Croatian festival Love International last week returned to The Warehouse Project with yet another all star lineup, this time featuring the legendary Chicago house pioneer, Larry Heard, aka Mr Fingers. With the likes of Laurent Garnier, Gerd Janson and Philip Lauer’s German Detroit double act – Tuff City Kids, and the ‘oh so smooth’ Midland joining the fro, the night was set to be a turbo fuelled masterclass in deep Chicago house and Detroit techno.
However, as is always the case with Warehouse’s impossibly full lineups, there was far more to this night than one might have first thought. One of the greatest sets of the night came from a dark and conspicuously weird figure, in this overwhelmingly classic old school lineup: Joy Orbison.
Joy Orbison began as a bedroom dubstep producer in Croydon in the early 2000s and has since gone from strength to strength. Joy Orbison in his sets ventures into weird and distorted sound worlds that few dare explore. His daring and insatiable appetite for experimentation has always made him a treat to listen to and this occasion was no different. Set highlights included “Treja” by Neel and The Mover remix of Trappist’s “Cassegrain”.
On to a more conventional support act, Leon Vynehall, the king of nostalgia, paid a very fitting tribute to the house royalty in the building that night, playing the likes of Maurice Fulton’s iconic remix of DJ Nori’s Happy Sunday. Vynehall also added his own modern flavour to the mix bringing out Modeler’s 2011 release on Dubsided, “Mint Condition”.

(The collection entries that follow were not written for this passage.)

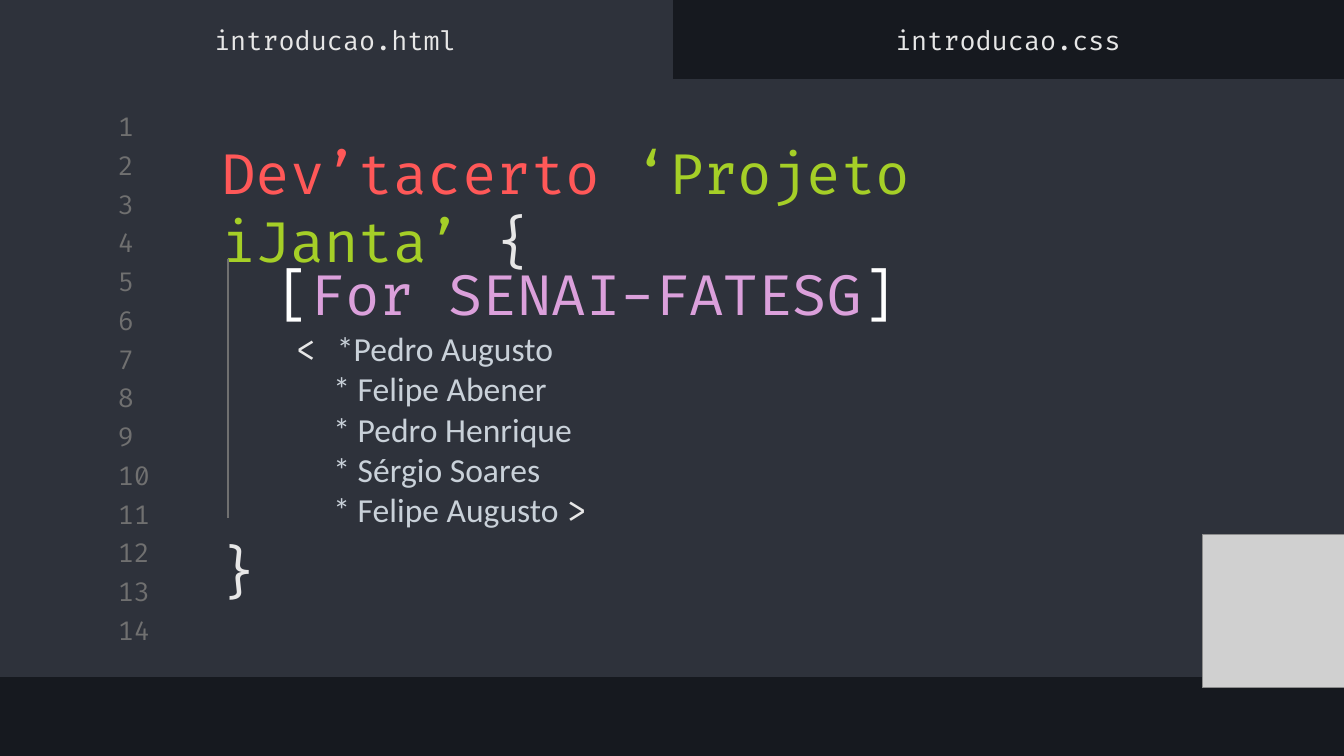
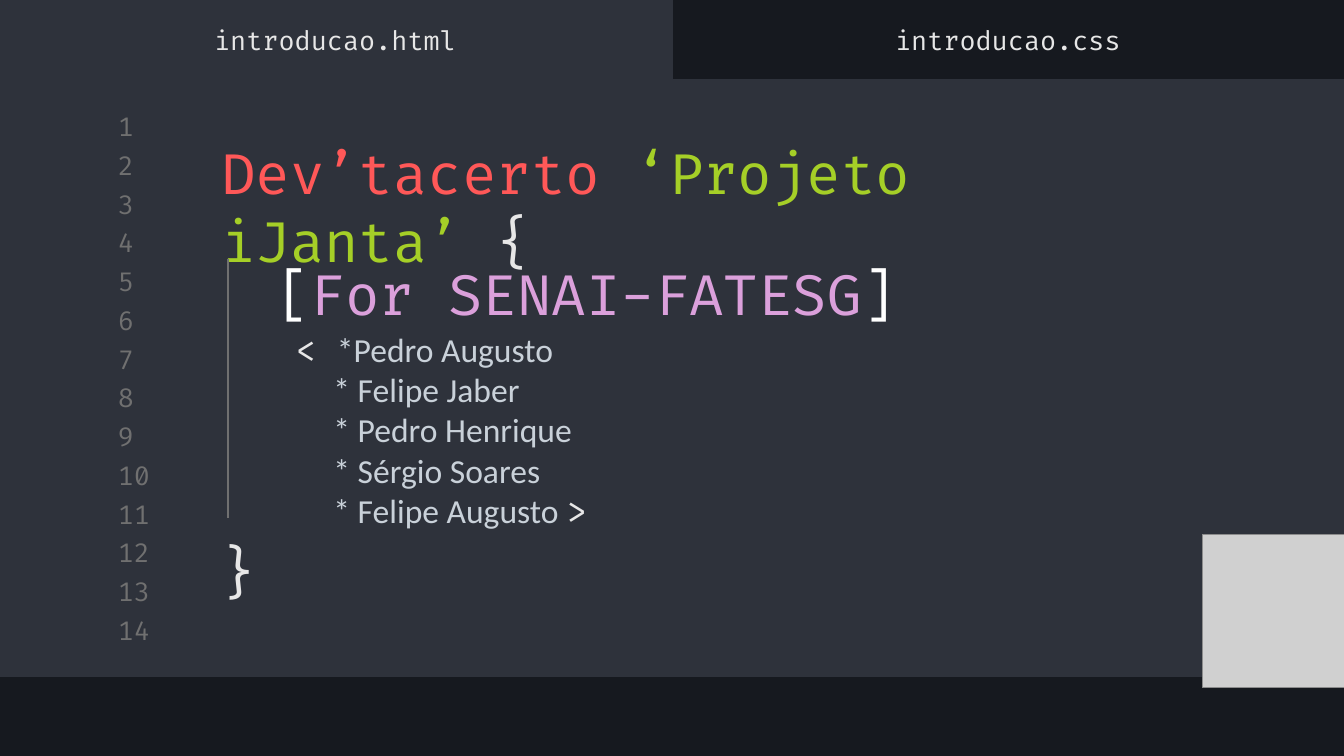
Before and after one commit to DevTaCerto-SYS/iJanta, a slide deck: slide 1 of Dev’tacerto ‘Projeto iJanta’ {.pptx. Drawn at 1344x756 pixels with LibreOffice and Linux fonts; fonts in the diff are those of the drawing; grey boxes stand for pictures. Boxes give left, top, right and bottom in pixels: in the first picture for what was removed or moved away, otherwise in the second. Text is boxed around its words. In the diff, an @@ line names an element or a change of style, - is before the commit and + after.

```diff
--- a/Dev’tacerto ‘Projeto iJanta’ {.pptx
+++ b/Dev’tacerto ‘Projeto iJanta’ {.pptx
@@ subtitle at bbox=[358, 378, 520, 408]: text changed @@
-* Felipe Abener
+* Felipe Jaber
```

Also on support duties was Midland, with an unusually early slot for someone of his standing due to a second booking in Leeds later that night in his old stomping ground, Wire Club. If a slightly tamer set than fans are used to, Midland still delivered, and for an eleven o’clock warm up set it was difficult to fault.
Headliner Larry Heard’s stage presence was immense. Whether it was real or mentally projected, Larry seemed to emanate authenticity and experience. Close associate Mr White joined Larry on stage to deliver smooth and soulful words to a euphoric crowd. It was a predictable performance but the atmosphere was electric and whatever their expectations prior, the audience were left feeling well and truly satisfied.
And then finally at quarter to 3 in the morning, Laurent Garnier stepped up to the decks to deliver a set to shut down all others. Garnier was quite at home in this Manchester setting, having played regularly in the 80s in Manchester’s iconic Hacienda club becoming one of the first major DJs to mix American house music in Britain. The Warehouse lights dazzled the crowd and the deep resonance of the Warehouse soundsystem sent shockwaves through the Store Street rafters. Laurent Garnier pulled out one mind blowing track after another: “Motions” by Skream, “ Atacama” by Audiofly and Patrice Baumel, and my personal favourite, Satoshi Fumi’s remix of Ian O’Donovan’ “Forever Untold”. It was a magnificent end to a historic night that was both brimming with nostalgia and infused with the new.